Coronavirus disease 2019 (COVID-19) was declared a global pandemic by the World Health Organization (WHO) in March 2020. Despite the availability of therapies and the adoption of security measures, the most effective method to fight COVID-19 remains the induction of immunity through vaccines. Scientific communities have developed several types of COVID-19 vaccines since the beginning of the pandemic, including those with innovative messenger RNA (mRNA) technology. Patients with a history of allergic reactions may have an increased risk of hypersensitivity reactions to COVID-19 vaccines. Therefore, it is important that these patients are evaluated by an allergist to help monitor immediate-type adverse reactions and identify what vaccine component may elicit an allergic reaction. Various strategies have been suggested to prevent hypersensitivity reactions, including performing skin tests or in vitro tests before vaccination in high-risk patients, administering a different vaccine for the second dose in subjects reporting adverse reactions to the first dose, fractional dosing, or pretreating with anti-immunoglobulin E (IgE) monoclonal antibody.
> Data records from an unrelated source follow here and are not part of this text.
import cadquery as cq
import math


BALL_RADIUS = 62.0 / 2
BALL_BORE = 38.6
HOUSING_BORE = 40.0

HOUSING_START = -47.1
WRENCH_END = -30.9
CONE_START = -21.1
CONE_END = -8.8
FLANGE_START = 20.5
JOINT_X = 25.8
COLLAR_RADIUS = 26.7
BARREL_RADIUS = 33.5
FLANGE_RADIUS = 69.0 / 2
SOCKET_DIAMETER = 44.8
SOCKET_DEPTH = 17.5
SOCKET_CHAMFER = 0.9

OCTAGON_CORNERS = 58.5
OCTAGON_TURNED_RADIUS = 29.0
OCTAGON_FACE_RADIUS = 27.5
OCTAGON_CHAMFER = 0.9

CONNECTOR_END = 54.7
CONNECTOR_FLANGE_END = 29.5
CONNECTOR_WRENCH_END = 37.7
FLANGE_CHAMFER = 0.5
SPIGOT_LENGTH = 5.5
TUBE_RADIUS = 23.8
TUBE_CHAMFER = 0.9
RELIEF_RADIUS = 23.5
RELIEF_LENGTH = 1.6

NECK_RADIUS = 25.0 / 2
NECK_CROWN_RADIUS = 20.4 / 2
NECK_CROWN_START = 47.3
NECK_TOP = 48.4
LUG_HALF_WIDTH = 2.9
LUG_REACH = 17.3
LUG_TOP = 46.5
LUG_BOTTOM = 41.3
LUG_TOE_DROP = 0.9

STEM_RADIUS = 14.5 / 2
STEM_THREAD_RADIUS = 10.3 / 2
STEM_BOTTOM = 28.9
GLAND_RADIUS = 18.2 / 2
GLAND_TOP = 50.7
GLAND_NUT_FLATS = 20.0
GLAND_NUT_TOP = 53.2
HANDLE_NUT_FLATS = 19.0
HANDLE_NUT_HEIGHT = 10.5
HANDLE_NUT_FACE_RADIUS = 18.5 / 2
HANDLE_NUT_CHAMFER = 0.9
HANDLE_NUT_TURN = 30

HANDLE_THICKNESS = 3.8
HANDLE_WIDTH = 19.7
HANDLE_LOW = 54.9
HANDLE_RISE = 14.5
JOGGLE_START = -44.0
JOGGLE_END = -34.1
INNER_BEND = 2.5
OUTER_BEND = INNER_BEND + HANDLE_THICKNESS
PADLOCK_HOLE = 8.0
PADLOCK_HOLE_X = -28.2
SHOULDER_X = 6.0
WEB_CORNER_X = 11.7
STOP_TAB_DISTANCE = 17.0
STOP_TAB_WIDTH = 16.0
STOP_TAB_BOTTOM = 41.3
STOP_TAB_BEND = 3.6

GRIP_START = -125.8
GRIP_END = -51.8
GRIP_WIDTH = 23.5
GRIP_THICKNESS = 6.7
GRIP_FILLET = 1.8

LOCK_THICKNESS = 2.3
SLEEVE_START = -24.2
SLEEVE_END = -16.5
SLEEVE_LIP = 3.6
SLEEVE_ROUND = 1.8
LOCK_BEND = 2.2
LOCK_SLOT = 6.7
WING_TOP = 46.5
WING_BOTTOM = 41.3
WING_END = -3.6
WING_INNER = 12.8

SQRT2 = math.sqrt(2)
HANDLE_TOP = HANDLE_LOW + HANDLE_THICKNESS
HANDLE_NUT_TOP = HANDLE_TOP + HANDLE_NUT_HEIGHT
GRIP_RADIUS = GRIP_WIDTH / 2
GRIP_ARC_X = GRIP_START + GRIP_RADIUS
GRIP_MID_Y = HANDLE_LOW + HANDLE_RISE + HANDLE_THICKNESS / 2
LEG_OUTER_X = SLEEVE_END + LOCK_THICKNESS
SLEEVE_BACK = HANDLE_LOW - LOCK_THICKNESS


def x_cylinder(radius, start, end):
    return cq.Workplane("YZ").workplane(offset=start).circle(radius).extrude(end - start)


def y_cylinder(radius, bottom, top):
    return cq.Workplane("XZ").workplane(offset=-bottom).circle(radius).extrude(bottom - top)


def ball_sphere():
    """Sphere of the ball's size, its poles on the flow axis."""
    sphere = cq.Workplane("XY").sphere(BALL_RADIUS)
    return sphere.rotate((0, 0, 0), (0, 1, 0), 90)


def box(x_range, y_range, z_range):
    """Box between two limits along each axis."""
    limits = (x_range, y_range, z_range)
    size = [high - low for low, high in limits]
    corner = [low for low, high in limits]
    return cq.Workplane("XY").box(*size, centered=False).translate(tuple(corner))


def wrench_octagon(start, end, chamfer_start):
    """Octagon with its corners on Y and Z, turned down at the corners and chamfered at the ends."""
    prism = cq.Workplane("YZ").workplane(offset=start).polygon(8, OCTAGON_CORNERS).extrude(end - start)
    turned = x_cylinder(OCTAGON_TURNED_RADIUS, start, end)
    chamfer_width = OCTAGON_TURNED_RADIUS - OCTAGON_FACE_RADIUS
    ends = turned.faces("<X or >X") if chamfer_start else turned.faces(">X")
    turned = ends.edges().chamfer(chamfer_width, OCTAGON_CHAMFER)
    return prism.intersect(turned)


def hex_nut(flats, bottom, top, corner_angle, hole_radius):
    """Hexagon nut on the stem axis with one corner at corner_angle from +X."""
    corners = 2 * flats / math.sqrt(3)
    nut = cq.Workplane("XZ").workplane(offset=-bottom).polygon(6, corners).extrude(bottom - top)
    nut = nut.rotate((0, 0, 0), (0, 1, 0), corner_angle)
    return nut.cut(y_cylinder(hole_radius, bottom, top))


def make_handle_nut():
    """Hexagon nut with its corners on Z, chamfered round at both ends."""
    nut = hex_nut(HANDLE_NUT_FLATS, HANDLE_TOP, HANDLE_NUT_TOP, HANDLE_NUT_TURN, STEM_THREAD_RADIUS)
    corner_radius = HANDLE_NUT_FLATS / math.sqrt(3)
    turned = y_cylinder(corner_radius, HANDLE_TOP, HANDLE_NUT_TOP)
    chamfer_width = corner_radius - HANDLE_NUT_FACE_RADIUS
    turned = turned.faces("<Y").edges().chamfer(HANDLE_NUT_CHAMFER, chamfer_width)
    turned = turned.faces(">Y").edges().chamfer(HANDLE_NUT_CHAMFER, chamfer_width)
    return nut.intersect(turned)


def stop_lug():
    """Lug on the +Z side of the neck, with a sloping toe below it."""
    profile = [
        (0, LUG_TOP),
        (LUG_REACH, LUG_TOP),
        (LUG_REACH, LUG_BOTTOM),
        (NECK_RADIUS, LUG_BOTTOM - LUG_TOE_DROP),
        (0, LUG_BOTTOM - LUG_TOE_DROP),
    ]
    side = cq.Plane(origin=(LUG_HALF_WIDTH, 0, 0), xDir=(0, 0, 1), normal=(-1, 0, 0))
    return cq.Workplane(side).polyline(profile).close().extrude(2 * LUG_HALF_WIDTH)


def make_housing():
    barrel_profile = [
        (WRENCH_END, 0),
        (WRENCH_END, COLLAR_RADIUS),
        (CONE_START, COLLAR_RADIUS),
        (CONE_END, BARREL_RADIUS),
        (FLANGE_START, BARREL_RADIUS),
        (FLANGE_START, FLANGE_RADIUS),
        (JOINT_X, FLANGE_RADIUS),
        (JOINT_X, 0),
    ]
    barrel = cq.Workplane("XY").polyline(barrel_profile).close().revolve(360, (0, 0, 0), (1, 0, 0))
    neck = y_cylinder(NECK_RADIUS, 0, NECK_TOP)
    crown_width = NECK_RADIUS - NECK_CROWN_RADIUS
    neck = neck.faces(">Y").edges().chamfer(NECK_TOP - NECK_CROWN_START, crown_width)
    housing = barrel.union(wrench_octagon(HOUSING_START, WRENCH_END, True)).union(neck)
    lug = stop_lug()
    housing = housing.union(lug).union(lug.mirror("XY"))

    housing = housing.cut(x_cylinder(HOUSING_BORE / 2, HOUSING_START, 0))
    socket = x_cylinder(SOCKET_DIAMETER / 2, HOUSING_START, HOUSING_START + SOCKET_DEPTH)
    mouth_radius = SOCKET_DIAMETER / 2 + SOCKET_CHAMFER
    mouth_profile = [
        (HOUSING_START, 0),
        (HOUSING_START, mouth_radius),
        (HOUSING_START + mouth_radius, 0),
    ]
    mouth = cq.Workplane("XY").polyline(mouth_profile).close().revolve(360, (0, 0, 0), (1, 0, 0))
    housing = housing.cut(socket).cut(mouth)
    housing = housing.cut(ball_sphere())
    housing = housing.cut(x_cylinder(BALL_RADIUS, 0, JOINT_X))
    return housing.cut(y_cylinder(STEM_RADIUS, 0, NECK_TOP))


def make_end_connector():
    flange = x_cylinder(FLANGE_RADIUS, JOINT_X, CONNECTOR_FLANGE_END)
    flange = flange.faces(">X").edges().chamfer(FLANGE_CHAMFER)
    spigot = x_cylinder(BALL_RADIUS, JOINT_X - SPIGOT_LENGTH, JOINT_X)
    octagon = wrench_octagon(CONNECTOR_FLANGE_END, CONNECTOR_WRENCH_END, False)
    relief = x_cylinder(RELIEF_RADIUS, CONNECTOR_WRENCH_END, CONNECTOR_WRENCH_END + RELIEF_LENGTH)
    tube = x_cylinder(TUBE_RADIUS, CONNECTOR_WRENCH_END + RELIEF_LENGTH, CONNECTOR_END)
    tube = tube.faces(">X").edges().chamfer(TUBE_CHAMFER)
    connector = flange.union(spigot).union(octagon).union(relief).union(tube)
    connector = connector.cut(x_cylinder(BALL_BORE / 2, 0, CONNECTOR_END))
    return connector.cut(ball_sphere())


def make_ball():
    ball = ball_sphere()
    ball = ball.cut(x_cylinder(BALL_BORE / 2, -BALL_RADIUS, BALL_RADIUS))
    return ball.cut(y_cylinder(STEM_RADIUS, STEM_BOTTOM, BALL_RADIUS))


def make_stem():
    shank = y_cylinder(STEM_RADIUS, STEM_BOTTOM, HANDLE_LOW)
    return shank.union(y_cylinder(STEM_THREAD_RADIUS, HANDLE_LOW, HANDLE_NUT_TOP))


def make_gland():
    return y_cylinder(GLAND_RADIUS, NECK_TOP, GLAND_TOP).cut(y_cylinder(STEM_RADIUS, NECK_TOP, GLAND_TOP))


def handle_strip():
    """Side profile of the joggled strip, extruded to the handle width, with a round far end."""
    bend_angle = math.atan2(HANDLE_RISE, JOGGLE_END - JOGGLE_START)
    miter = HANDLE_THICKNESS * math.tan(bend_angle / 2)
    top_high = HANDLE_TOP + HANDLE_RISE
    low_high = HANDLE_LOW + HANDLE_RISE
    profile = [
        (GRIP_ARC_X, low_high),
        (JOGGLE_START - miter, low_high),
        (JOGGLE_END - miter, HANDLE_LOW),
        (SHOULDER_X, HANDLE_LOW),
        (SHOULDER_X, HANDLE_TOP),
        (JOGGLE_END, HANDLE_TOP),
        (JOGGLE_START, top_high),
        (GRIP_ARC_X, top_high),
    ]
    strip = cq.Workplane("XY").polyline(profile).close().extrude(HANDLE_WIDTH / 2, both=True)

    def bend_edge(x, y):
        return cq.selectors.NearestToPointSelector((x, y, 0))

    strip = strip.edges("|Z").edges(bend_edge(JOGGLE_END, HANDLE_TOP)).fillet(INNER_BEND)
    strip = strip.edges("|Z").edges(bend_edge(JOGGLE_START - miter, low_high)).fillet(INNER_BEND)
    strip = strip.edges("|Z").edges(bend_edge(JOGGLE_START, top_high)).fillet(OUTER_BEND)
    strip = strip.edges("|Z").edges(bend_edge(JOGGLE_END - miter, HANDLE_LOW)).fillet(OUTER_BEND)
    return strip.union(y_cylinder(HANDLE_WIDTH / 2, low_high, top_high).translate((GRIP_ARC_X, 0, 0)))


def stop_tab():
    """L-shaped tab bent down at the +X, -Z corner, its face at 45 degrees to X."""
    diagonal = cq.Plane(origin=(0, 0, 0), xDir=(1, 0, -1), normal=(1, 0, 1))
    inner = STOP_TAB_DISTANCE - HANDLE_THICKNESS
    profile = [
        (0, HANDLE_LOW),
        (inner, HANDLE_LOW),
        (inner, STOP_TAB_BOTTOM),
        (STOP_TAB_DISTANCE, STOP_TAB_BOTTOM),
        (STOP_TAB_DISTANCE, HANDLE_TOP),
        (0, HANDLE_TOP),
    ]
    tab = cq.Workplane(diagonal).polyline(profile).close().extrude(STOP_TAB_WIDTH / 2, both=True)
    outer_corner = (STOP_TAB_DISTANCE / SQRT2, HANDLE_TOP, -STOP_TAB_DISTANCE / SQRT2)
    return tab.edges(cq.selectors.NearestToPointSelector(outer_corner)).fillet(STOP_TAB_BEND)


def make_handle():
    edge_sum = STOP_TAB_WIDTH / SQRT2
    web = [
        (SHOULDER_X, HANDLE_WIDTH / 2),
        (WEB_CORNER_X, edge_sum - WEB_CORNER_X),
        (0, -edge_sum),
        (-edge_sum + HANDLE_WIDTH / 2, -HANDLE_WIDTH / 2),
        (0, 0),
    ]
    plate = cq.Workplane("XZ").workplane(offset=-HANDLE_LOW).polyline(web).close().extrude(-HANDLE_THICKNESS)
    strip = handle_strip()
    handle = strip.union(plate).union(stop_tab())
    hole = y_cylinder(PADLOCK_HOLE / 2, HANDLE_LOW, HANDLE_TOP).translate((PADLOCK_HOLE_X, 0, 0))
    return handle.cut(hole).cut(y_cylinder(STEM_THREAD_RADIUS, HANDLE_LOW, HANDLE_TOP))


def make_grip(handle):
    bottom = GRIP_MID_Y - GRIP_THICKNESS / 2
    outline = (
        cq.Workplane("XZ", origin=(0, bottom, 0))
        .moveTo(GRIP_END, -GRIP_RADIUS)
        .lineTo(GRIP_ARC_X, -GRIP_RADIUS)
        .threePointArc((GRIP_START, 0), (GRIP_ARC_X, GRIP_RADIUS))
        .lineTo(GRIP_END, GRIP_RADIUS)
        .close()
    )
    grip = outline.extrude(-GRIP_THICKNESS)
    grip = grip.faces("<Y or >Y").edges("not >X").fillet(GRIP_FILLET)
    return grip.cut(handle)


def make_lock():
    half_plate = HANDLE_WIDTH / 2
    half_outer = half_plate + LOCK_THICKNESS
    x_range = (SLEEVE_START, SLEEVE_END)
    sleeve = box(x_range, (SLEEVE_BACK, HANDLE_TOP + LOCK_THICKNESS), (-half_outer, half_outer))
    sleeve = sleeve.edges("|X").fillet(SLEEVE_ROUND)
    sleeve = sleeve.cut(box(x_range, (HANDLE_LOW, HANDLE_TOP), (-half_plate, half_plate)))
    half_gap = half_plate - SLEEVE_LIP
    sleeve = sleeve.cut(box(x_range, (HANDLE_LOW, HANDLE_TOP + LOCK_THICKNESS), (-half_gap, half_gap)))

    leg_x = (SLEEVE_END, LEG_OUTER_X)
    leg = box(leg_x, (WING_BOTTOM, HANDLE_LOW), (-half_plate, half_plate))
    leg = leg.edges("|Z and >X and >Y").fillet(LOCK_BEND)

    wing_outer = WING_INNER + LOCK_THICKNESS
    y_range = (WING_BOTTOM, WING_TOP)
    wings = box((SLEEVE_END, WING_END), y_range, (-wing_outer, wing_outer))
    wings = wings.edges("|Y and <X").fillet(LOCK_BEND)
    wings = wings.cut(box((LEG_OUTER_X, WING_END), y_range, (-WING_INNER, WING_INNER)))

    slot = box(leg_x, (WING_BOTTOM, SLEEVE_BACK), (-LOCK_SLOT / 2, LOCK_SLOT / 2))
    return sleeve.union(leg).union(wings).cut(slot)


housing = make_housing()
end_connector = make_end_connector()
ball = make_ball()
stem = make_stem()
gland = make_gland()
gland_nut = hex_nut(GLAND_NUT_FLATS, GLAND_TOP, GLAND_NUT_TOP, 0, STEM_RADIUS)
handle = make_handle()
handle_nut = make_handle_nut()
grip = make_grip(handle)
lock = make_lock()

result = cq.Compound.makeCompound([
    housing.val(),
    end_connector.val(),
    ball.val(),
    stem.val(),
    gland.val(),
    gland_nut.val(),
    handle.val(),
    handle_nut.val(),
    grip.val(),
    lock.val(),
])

The scope of this review is to evaluate, through current evidence available in the literature, the accuracy of skin testing to the excipients of COVID-19 vaccines, especially polyethylene glycol (PEG) and polysorbate, in predicting allergic reactions to vaccination, despite the existing discordance of data and approaches to the question from the various clinical experiences, as to permit the safe administration of COVID-19 vaccines to populations around the globe.